2. More foreclosures. While we’ve waited for the much-promised HAMP and HARP programs to live up to the government’s breathtaking promise to save 4 million homeowners from foreclosure, the government announced that just 750,000 families were saved from “homelessness” through these programs. The real number, I think, is lower. Meanwhile two million families a year over the past few years have lost their homes to foreclosure.
3. It pays to put you into foreclosure. The shadow inventory of future foreclosures is growing and BIG SURPRISE!!!, it turns out that it’s really in loan servicers’ best financial interest to put you into foreclosure so it can tack on huge fees and charge you for its own homeowners insurance policy that costs several times what yours costs.
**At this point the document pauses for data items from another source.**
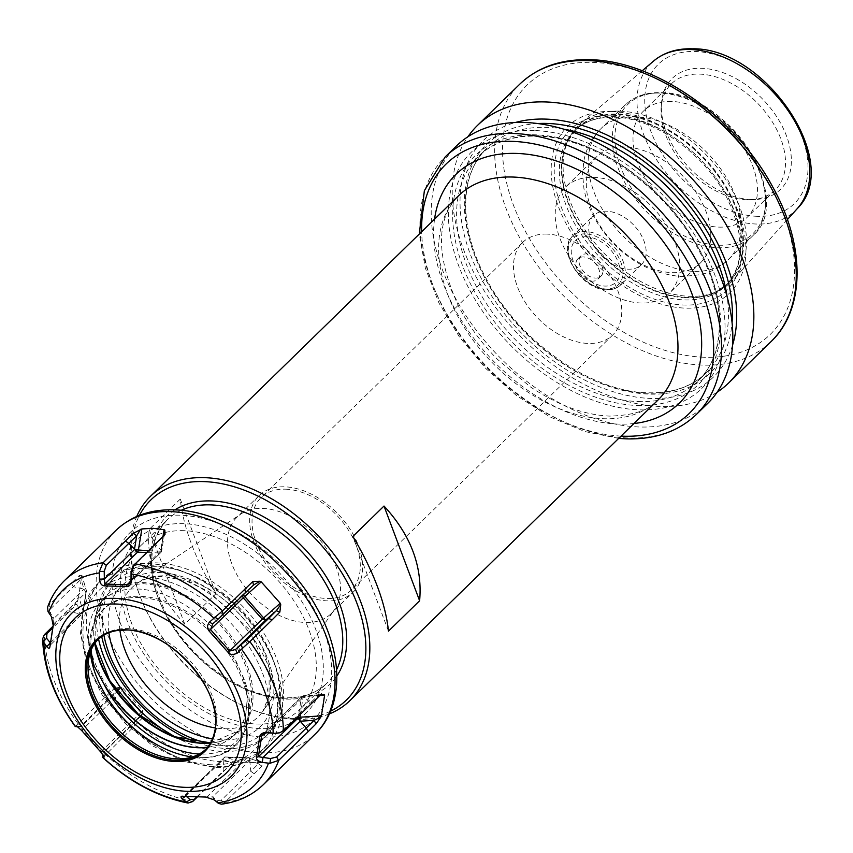 <?xml version="1.0" encoding="UTF-8"?>
<svg xmlns="http://www.w3.org/2000/svg" width="853" height="853" viewBox="0 0 853 853"><rect width="100%" height="100%" fill="white"/><g stroke="black" fill="none" stroke-linecap="round" stroke-linejoin="round"><path stroke-width="0.64" stroke-dasharray="4.26 3.2" d="M547.082 234.106A64.583 41.861 -134.3 0 0 522.526 242.54A64.583 41.861 -134.3 0 0 525.768 303.156A64.583 41.861 -134.3 0 0 588.175 343.439A64.583 41.861 -134.3 0 0 612.731 334.994A64.583 41.861 -134.3 0 0 609.5 274.378A64.583 41.861 -134.3 0 0 547.082 234.106M707.627 403.48A179.866 116.573 45.7 0 1 639.249 426.98A179.866 116.573 -134.3 0 1 465.407 314.81A179.866 116.573 -134.3 0 1 456.408 145.98M534.191 130.498A165.013 106.945 -134.3 0 0 458.701 265.795A165.013 106.945 -134.3 0 0 639.196 409.845A165.013 106.945 45.7 0 0 714.686 274.549A165.013 106.945 45.7 0 0 534.191 130.498M732.546 345.177A165.013 106.945 45.7 0 1 650.871 398.458A165.013 106.945 -134.3 0 1 478.085 272.182A165.013 106.945 -134.3 0 1 515.308 122.512M717.138 392.199A179.866 116.573 45.7 0 1 660.275 406.476A179.866 116.573 -134.3 0 1 492.703 303.497A179.866 116.573 -134.3 0 1 467.924 136.757M611.601 111.487A116.168 75.288 45.7 0 1 738.666 212.898A116.168 75.288 45.7 0 1 685.513 308.146A116.168 75.288 -134.3 0 1 558.448 206.735A116.168 75.288 -134.3 0 1 611.601 111.487M619.982 111.157A109.376 70.895 45.7 0 1 724.432 177.467A109.376 70.895 45.7 0 1 733.26 279.848A109.376 70.895 45.7 0 1 717.576 291.257A109.376 70.895 45.7 0 1 689.587 296.322A109.376 70.895 -134.3 0 1 591.022 238.211A109.376 70.895 -134.3 0 1 568.844 138.804A109.376 70.895 -134.3 0 1 580.637 123.408A109.376 70.895 -134.3 0 1 619.982 111.157M751.045 199.527A77.527 50.252 45.7 0 1 661.544 102.808A77.527 50.252 45.7 0 1 701.71 68.272A77.527 50.252 45.7 0 1 785.453 133.281A77.527 50.252 45.7 0 1 755.854 199.474A77.527 50.252 45.7 0 1 751.045 199.527M746.876 199.773A74.232 48.109 45.7 0 1 661.192 107.169A74.232 48.109 45.7 0 1 671.428 83.797A74.232 48.109 45.7 0 1 699.641 74.104A74.232 48.109 45.7 0 1 771.389 120.39A74.232 48.109 45.7 0 1 775.1 190.07A74.232 48.109 45.7 0 1 751.493 199.719A74.232 48.109 45.7 0 1 746.876 199.773M671.62 101.443A74.232 48.109 -134.3 0 0 643.397 111.146A74.232 48.109 -134.3 0 0 647.107 180.815A74.232 48.109 -134.3 0 0 718.855 227.111A74.232 48.109 45.7 0 0 747.068 217.408A74.232 48.109 45.7 0 0 743.358 147.74A74.232 48.109 45.7 0 0 671.62 101.443M700.398 262.948A74.232 48.109 45.7 0 0 696.677 193.279A74.232 48.109 45.7 0 0 624.94 146.983A74.232 48.109 -134.3 0 0 596.716 156.685A74.232 48.109 -134.3 0 0 600.437 226.354A74.232 48.109 -134.3 0 0 672.175 272.651A74.232 48.109 45.7 0 0 700.398 262.948L669.274 293.315A74.232 48.109 45.7 0 1 641.051 303.018A74.232 48.109 -134.3 0 1 569.314 256.721A74.232 48.109 -134.3 0 1 565.592 187.052A74.232 48.109 -134.3 0 1 593.816 177.349A74.232 48.109 45.7 0 1 665.553 223.646A74.232 48.109 45.7 0 1 669.274 293.315M641.36 264.707A34.259 22.21 45.7 0 0 639.643 232.549A34.259 22.21 45.7 0 0 606.536 211.181A34.259 22.21 -134.3 0 0 593.507 215.66A34.259 22.21 -134.3 0 0 595.223 247.818A34.259 22.21 -134.3 0 0 628.33 269.185A34.259 22.21 45.7 0 0 641.36 264.707L620.504 285.051A34.259 22.21 -134.3 0 0 618.788 252.893A34.259 22.21 -134.3 0 0 585.68 231.526A34.259 22.21 -134.3 0 0 572.651 236.004A34.259 22.21 -134.3 0 0 574.368 268.162A34.259 22.21 -134.3 0 0 607.475 289.53A34.259 22.21 -134.3 0 0 620.504 285.051C617.018 288.367 612.465 289.945 606.878 289.785C582.119 290.372 555.879 250.046 572.651 236.004L593.507 215.66M586.384 236.793A29.109 18.873 -134.3 0 0 573.067 260.666A29.109 18.873 -134.3 0 0 604.905 286.075A29.109 18.873 45.7 0 0 618.222 262.212A29.109 18.873 45.7 0 0 586.384 236.793M600.938 276.212A14.277 9.255 45.7 0 0 600.224 262.809A14.277 9.255 45.7 0 0 586.438 253.906A14.277 9.255 -134.3 0 0 581.01 255.772A14.277 9.255 -134.3 0 0 581.725 269.175A14.277 9.255 -134.3 0 0 595.522 278.078A14.277 9.255 45.7 0 0 600.938 276.212L597.836 279.251A14.277 9.255 45.7 0 1 592.409 281.117A14.277 9.255 -134.3 0 1 578.611 272.214A14.277 9.255 -134.3 0 1 577.897 258.811A14.277 9.255 -134.3 0 1 583.324 256.945A14.277 9.255 45.7 0 1 597.121 265.848A14.277 9.255 45.7 0 1 597.836 279.251M329.354 713.908A142.75 92.519 45.7 0 1 295.564 719.346A142.75 92.519 45.7 0 1 246.122 707.148A142.75 92.519 45.7 0 1 141.438 599.84A142.75 92.519 45.7 0 1 136.736 516.47M330.548 711.189A139.903 90.674 45.7 0 1 293.101 718.45A139.903 90.674 45.7 0 1 244.651 706.497A139.903 90.674 45.7 0 1 142.056 601.333A139.903 90.674 45.7 0 1 139.476 515.34M215.873 593.795L180.271 499.08C183.299 527.282 195.166 558.854 215.873 593.795L184.749 624.161L149.147 529.446C146.098 563.577 157.965 595.149 184.749 624.161M180.271 499.08L149.147 529.446M184.237 530.694A114.206 74.019 -134.3 0 0 140.82 545.611A114.206 74.019 -134.3 0 0 146.535 652.801A114.206 74.019 -134.3 0 0 256.902 724.026A114.206 74.019 -134.3 0 0 300.32 709.099A114.206 74.019 -134.3 0 0 294.605 601.909A114.206 74.019 -134.3 0 0 184.237 530.694M221.599 804.176L224.584 802.662L261.892 766.154L262.116 762.923L248.01 757.784A2.858 1.802 92 0 0 247.647 757.709A2.858 1.802 92 0 0 246.634 758.146L224.414 757.389L184.611 796.222L182.201 796.254M261.892 766.154L258.491 763.766L261.444 762.678L237.358 762.113L230.203 765.066L222.249 772.669L231.835 762.859L237.795 762.092M197.288 797.022L222.249 772.669M102.893 757.603L142.462 717.949L142.707 711.029L142.078 709.739L140.894 712.532L121.894 691.154L82.091 729.987L81.366 726.436L78.209 726.831M121.904 687.625L115.358 687.454L118.898 688.797L121.904 687.625L123.067 688.36L142.078 709.739M115.358 687.454L107.446 694.939L110.997 696.261L118.898 688.797L118.556 690.141L121.894 691.154L123.067 688.36M75.224 726.479L107.446 694.939M52.918 626.326L74.595 605.044L78.711 596.364L83.157 611.59A2.858 1.951 -171.1 0 1 83.199 612.209A2.858 1.951 -171.1 0 1 82.752 613.04L85.961 592.419L53.323 624.268M66.79 612.806L69.424 611.676L80.097 613.829A2.858 1.983 -16.3 0 0 83.157 611.59L86.377 590.969L81.856 575.167L78.711 596.364M81.856 575.167L79.18 575.636L71.417 583.143L73.315 586.693L81.078 579.208L81.856 575.167M47.587 607.24L48.952 605.065L71.417 583.143M165.013 534.447L163.755 535.695M157.347 542.092L155.704 544.321L163.349 536.697L160.812 552.573L130.328 581.629M132.631 566.925L155.704 544.321L161.633 550.985L160.556 551.166A2.858 1.802 -88 0 1 159.724 552.947L146.684 552.499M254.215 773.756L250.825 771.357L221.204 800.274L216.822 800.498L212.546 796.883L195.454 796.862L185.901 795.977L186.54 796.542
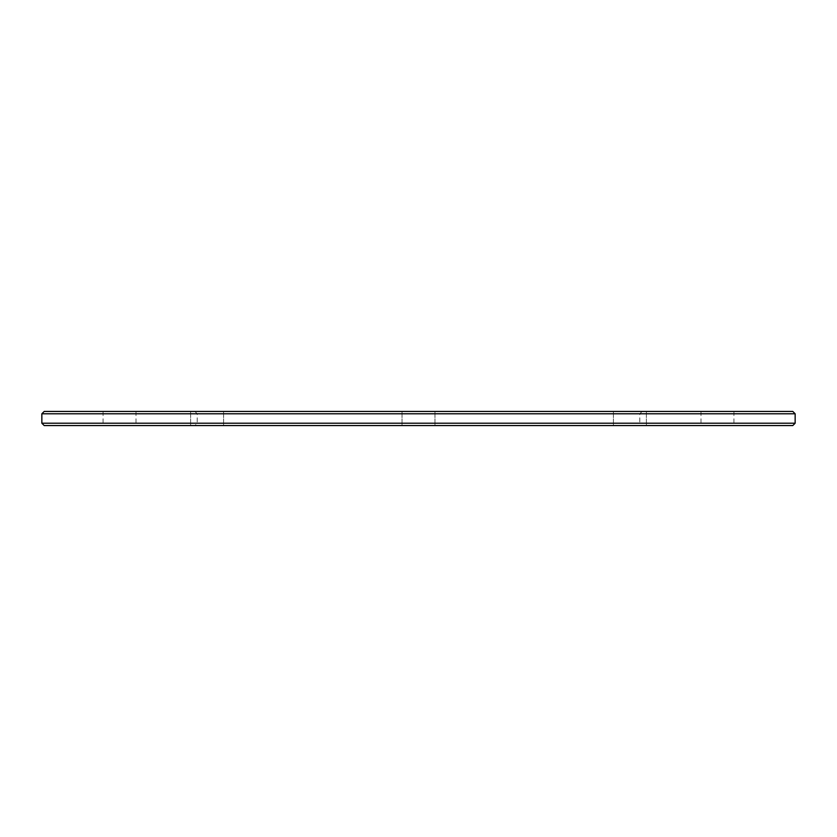 <?xml version="1.0" encoding="UTF-8"?>
<svg xmlns="http://www.w3.org/2000/svg" width="837" height="837" viewBox="0 0 837 837"><rect width="100%" height="100%" fill="white"/><g stroke="black" fill="none" stroke-linecap="round" stroke-linejoin="round"><path stroke-width="0.63" stroke-dasharray="4.18 3.14" d="M642.136 411.438L194.864 411.438L642.136 411.438L639.782 413.792L197.218 413.792L639.782 413.792L639.782 423.208L197.218 423.208L639.782 423.208L642.136 425.562L194.864 425.562L642.136 425.562M194.864 411.438L197.218 413.792L197.218 423.208L194.864 425.562M44.204 411.438L792.796 411.438M195.45 411.438L223.573 411.438L195.45 411.438M641.55 411.438L613.427 411.438L641.55 411.438M418.5 411.438L402.022 411.438L418.5 411.438M733.944 411.438L700.987 411.438L733.944 411.438L733.944 425.562L700.987 425.562L733.944 425.562M103.056 411.438L136.012 411.438L103.056 411.438L103.056 425.562L136.012 425.562L103.056 425.562M792.796 425.562L44.204 425.562M195.45 425.562L223.573 425.562L195.45 425.562M641.55 425.562L613.427 425.562L641.55 425.562M418.5 425.562L434.978 425.562L418.5 425.562M795.15 413.792L41.85 413.792M41.85 423.208L795.15 423.208M190.616 411.438L190.616 425.562L190.616 411.438M223.573 411.438L223.573 425.562L223.573 411.438M613.427 411.438L613.427 425.562L613.427 411.438M646.384 411.438L646.384 425.562L646.384 411.438M402.022 411.438L402.022 425.562L402.022 411.438M434.978 411.438L434.978 425.562L434.978 411.438M700.987 411.438L700.987 425.562M136.012 411.438L136.012 425.562"/><path stroke-width="1.26" d="M795.15 413.792L792.796 411.438L44.204 411.438L41.85 413.792L795.15 413.792L795.15 423.208L41.85 423.208L41.85 413.792M41.85 423.208L44.204 425.562L792.796 425.562L795.15 423.208"/></g></svg>
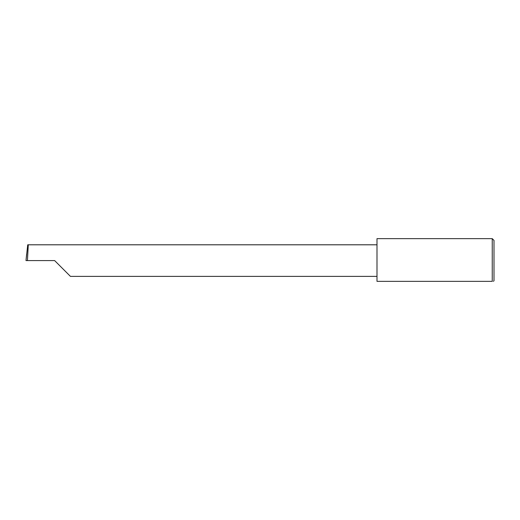 <?xml version="1.0" encoding="UTF-8"?>
<svg xmlns="http://www.w3.org/2000/svg" width="520" height="520" viewBox="0 0 520 520"><rect width="100%" height="100%" fill="white"/><g stroke="black" fill="none" stroke-linecap="round" stroke-linejoin="round"><path stroke-width="0.78" d="M54.639 260.585L70.427 276.374L54.639 260.585L70.427 276.374L54.639 260.585L27.443 260.585L28.275 244.797L27.729 244.797L26 260.585L27.443 260.585M492.245 238.647L376.994 238.647L376.994 281.353L492.245 281.353C493.792 281.353 493.792 281.353 492.245 281.353L492.245 238.647L494 240.403L494 280.767L493.415 281.353M26 260.585L26.65 254M376.994 244.797L28.275 244.797M70.427 276.374L376.994 276.374"/></g></svg>

4. The future of Fannie Mae and Freddie Mac. In January, 2011, the government is supposed to put forth a new plan that outlines what we’re going to do with Fannie and Freddie, the secondary mortgage market behemoths, and a framework that explains how we’re going to securitize loans and reassure the world about the strength of the U.S. homeowner so that they’ll buy our mortgage-backed securities (MBS). But guess what? No one knows what to do about Fannie and Freddie, and no one wants to do anything while the housing industry is so fragile. My guess is that the government will have to push this back, perhaps into 2012.
Life is full of surprises, so we’ll see if the housing industry can muster up something more than a lump of coal for itself this Christmas.